PSN automatically "roots" your Facebook, no permission granted. - loucal

I have been meaning to link up my modern warfare 3 account with facebook (new feature) so I could see which of my facebook friends play.  Today I finally did it and paid very close attention to the permission I was granting to the game.  Call of duty asks for permission to access all your basic info, view your photos, and post to your wall.  A bit hefty, but I wanted to see who else was playing modern warfare 3 so I agreed.  I was logged in, and when I went to my friends list i was informed it found no results so was pretty much pointless.  Immediately I checked my account settings on facebook thinking I would just remove access and forget about the whole thing.  I was not so shocked to find that call of duty had allowed itself more access than it asked for.  I WAS however shocked that there was another app allowed in the last 24 hours called 'Playstation Network' and it had a pagelong list of access permissions all of which were completely open and I had never been asked to allow that. (I'm pretty sure it just opened up every permission setting possible on facebook) Seriously, check it out yourself if you have the game on ps3.  I would take a screenshot but I was so disturbed the first reaction was to of course revoke all access.  Obviously any information they could access would have been crawled and indexed in sony's servers in those few minutes, but it was  all I could do of course.
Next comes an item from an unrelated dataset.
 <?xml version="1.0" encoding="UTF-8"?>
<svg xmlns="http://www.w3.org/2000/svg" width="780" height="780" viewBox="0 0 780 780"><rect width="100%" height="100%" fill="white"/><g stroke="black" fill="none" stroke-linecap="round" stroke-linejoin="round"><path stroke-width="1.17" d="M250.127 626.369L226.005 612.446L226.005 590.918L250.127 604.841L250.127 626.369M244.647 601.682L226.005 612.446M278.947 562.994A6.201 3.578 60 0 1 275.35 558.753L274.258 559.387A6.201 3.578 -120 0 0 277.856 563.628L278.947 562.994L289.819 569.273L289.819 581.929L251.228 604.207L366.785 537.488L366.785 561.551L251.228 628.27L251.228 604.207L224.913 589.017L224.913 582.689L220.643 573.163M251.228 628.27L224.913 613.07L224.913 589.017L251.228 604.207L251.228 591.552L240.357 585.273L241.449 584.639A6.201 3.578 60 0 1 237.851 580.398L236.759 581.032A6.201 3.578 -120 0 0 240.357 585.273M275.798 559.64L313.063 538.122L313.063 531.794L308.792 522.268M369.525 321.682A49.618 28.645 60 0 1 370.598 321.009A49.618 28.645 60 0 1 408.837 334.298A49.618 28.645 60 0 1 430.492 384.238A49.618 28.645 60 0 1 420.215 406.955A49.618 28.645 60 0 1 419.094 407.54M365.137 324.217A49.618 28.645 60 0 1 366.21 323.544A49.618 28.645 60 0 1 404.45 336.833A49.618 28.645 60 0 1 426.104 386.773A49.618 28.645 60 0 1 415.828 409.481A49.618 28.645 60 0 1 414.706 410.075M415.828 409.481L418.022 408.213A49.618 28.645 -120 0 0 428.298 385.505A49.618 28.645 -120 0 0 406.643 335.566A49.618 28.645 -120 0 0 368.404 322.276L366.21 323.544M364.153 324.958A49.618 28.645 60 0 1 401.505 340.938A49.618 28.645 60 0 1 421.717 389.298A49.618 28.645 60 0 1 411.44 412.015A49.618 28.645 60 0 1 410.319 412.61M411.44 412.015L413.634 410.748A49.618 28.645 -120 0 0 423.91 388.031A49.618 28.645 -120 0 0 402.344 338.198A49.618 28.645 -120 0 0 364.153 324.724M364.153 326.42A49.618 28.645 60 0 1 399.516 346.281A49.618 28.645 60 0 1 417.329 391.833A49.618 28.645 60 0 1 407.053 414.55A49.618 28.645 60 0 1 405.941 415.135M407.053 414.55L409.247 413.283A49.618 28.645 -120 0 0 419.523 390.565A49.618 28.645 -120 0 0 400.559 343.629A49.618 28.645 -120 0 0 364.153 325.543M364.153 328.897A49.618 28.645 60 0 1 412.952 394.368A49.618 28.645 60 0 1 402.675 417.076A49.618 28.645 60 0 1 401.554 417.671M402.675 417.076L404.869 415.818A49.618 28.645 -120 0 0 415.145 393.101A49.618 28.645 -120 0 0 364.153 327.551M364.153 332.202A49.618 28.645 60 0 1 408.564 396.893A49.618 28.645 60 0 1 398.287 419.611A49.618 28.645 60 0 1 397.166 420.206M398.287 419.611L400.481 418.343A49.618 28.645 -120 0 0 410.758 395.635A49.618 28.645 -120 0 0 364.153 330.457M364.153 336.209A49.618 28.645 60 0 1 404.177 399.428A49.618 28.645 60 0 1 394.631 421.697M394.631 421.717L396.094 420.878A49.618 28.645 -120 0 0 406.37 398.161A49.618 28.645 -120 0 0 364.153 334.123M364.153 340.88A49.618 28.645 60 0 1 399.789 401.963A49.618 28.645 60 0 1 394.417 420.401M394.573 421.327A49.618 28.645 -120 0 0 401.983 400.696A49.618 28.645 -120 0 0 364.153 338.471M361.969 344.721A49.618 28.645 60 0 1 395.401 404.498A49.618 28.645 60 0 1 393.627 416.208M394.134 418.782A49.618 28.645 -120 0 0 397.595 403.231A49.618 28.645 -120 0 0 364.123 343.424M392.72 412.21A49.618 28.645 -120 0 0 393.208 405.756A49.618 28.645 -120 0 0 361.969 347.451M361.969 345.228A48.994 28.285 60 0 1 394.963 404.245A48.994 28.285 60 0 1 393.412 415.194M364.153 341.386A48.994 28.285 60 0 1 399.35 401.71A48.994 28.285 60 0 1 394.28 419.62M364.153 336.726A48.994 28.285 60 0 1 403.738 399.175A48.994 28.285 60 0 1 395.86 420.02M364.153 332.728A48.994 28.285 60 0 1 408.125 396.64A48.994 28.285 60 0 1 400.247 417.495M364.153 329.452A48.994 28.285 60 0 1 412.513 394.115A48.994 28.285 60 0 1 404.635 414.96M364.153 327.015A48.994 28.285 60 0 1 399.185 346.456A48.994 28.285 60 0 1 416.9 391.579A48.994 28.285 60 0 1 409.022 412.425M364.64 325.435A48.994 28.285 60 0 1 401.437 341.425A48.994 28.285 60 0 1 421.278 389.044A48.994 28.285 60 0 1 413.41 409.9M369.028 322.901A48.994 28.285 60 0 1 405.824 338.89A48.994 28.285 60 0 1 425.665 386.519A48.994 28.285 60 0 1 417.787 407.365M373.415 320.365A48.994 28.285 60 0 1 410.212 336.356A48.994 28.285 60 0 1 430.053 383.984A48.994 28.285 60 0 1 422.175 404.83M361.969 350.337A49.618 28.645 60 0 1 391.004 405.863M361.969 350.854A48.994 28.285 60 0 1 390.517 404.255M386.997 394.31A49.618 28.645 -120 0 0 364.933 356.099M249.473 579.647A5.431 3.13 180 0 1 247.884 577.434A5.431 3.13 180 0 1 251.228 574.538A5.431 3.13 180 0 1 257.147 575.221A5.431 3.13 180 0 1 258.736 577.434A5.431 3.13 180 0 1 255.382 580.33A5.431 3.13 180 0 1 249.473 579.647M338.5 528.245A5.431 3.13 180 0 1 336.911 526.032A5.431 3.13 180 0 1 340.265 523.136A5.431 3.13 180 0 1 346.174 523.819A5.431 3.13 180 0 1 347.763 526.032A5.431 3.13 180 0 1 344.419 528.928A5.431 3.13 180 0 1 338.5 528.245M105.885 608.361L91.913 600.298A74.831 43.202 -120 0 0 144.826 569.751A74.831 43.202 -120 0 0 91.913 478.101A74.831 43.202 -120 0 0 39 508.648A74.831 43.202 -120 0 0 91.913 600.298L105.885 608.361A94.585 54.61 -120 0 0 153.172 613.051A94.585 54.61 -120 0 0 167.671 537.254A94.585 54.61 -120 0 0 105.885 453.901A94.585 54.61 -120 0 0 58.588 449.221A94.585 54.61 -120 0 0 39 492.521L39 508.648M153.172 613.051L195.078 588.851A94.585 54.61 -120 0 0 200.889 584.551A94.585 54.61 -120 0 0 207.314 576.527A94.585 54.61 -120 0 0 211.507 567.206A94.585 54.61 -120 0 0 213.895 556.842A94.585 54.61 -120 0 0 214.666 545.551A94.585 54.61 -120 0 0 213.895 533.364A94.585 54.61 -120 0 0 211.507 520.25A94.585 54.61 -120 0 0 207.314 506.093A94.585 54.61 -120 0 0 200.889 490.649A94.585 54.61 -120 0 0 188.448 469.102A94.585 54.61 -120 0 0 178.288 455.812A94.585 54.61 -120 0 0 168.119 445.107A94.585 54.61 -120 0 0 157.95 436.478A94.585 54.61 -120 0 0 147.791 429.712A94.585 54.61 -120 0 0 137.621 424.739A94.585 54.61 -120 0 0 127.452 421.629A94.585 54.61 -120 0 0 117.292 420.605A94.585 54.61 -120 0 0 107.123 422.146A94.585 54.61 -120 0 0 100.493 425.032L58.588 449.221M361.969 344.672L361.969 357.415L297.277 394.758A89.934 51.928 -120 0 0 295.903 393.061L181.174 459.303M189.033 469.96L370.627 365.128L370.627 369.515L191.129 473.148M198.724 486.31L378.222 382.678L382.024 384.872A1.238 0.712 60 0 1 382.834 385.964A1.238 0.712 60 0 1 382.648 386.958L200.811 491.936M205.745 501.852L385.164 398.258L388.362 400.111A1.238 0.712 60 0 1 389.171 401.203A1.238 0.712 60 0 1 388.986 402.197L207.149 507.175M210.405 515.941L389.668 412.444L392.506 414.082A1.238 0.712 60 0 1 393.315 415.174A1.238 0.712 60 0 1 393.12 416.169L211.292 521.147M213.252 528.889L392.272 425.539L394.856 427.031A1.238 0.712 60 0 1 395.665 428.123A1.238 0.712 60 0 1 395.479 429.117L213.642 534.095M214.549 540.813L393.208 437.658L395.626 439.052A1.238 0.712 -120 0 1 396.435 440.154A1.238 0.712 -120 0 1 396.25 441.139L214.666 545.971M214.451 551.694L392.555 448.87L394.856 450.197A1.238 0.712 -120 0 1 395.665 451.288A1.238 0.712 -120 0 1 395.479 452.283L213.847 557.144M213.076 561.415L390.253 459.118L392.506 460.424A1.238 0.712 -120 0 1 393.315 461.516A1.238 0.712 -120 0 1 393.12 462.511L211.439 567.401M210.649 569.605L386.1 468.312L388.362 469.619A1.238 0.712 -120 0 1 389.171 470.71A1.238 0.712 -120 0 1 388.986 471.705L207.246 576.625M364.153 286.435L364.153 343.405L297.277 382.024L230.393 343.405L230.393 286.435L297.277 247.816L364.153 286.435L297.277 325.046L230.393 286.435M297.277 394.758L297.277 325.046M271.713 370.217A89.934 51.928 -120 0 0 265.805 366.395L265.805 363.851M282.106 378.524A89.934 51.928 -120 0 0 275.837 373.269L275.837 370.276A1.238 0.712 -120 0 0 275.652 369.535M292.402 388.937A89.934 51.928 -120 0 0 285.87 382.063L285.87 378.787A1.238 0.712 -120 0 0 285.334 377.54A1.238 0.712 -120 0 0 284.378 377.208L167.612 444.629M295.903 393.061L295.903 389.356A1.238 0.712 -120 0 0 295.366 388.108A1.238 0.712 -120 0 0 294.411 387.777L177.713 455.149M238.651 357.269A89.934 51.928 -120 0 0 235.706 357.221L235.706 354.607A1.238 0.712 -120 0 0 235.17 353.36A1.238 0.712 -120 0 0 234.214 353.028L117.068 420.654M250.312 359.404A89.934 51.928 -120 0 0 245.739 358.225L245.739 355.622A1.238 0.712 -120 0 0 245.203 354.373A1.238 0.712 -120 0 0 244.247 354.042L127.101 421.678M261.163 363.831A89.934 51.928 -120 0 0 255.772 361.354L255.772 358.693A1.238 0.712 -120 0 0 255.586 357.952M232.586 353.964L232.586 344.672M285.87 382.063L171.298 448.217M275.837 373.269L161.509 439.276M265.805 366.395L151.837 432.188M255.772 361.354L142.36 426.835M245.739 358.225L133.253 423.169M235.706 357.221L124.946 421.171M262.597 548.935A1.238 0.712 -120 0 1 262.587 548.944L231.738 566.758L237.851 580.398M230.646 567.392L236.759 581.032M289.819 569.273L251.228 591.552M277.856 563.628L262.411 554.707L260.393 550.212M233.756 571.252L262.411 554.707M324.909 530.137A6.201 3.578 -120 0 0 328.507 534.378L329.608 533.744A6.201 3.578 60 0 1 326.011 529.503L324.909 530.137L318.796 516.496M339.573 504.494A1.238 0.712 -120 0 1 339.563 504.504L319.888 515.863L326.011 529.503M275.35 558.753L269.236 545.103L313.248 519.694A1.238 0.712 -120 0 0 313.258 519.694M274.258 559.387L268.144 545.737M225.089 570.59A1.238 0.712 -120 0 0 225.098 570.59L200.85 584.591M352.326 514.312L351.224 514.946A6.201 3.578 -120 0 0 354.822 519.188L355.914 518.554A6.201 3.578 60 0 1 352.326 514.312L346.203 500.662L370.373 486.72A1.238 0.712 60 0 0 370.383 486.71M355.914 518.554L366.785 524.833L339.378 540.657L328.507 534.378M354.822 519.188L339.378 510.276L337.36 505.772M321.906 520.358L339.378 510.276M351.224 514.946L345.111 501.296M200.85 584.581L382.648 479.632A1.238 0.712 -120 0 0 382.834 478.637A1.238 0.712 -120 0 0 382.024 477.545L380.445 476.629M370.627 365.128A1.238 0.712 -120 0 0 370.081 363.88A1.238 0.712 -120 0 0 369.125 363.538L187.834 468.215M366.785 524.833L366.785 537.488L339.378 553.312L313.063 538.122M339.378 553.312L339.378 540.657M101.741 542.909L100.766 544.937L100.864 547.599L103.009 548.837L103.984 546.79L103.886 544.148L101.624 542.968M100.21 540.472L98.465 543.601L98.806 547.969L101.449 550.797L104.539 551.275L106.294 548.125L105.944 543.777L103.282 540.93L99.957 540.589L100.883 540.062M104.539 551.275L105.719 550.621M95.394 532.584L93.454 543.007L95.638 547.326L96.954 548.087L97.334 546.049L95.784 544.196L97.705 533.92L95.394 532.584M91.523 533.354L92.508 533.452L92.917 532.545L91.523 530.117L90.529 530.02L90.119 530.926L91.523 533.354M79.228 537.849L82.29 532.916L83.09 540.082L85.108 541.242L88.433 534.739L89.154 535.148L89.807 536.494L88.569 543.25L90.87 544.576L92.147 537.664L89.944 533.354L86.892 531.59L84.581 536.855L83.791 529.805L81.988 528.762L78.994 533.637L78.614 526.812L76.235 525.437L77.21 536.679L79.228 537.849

Has anyone else been disturbed by this?  It is particularly ironic that sony not so long ago lost all psn users' personal and financial data to crackers, and now they want to underhandedly grab more of it from our facebook accounts.  Please help me bring some attention to this.
======
brian_cloutier
I'm being pedantic, but "roots your Facebook" is a massive misuse of the word
root.

I doubt Sony has the ability to do anything it wants with your account (It
can't change your password, it can't revoke permissions of another app) so
they haven't gained "root access" to your account.

I also doubt that Sony is hacking or getting this access through illicit
means. Sony doesn't "root" your account through some sort of exploit, Facebook
has most likely given them that access. (As a few others have mentioned)

You're right that this is disturbing. Poking holes into the security model in
other to make the user experience more convenient is something companies do
depressingly often. Here's an example that surprised me recently, if you
activate your android phone by signing into a google account it ignores two-
factor authentication and only asks for your password.

[edit, removed a patronizing paragraph]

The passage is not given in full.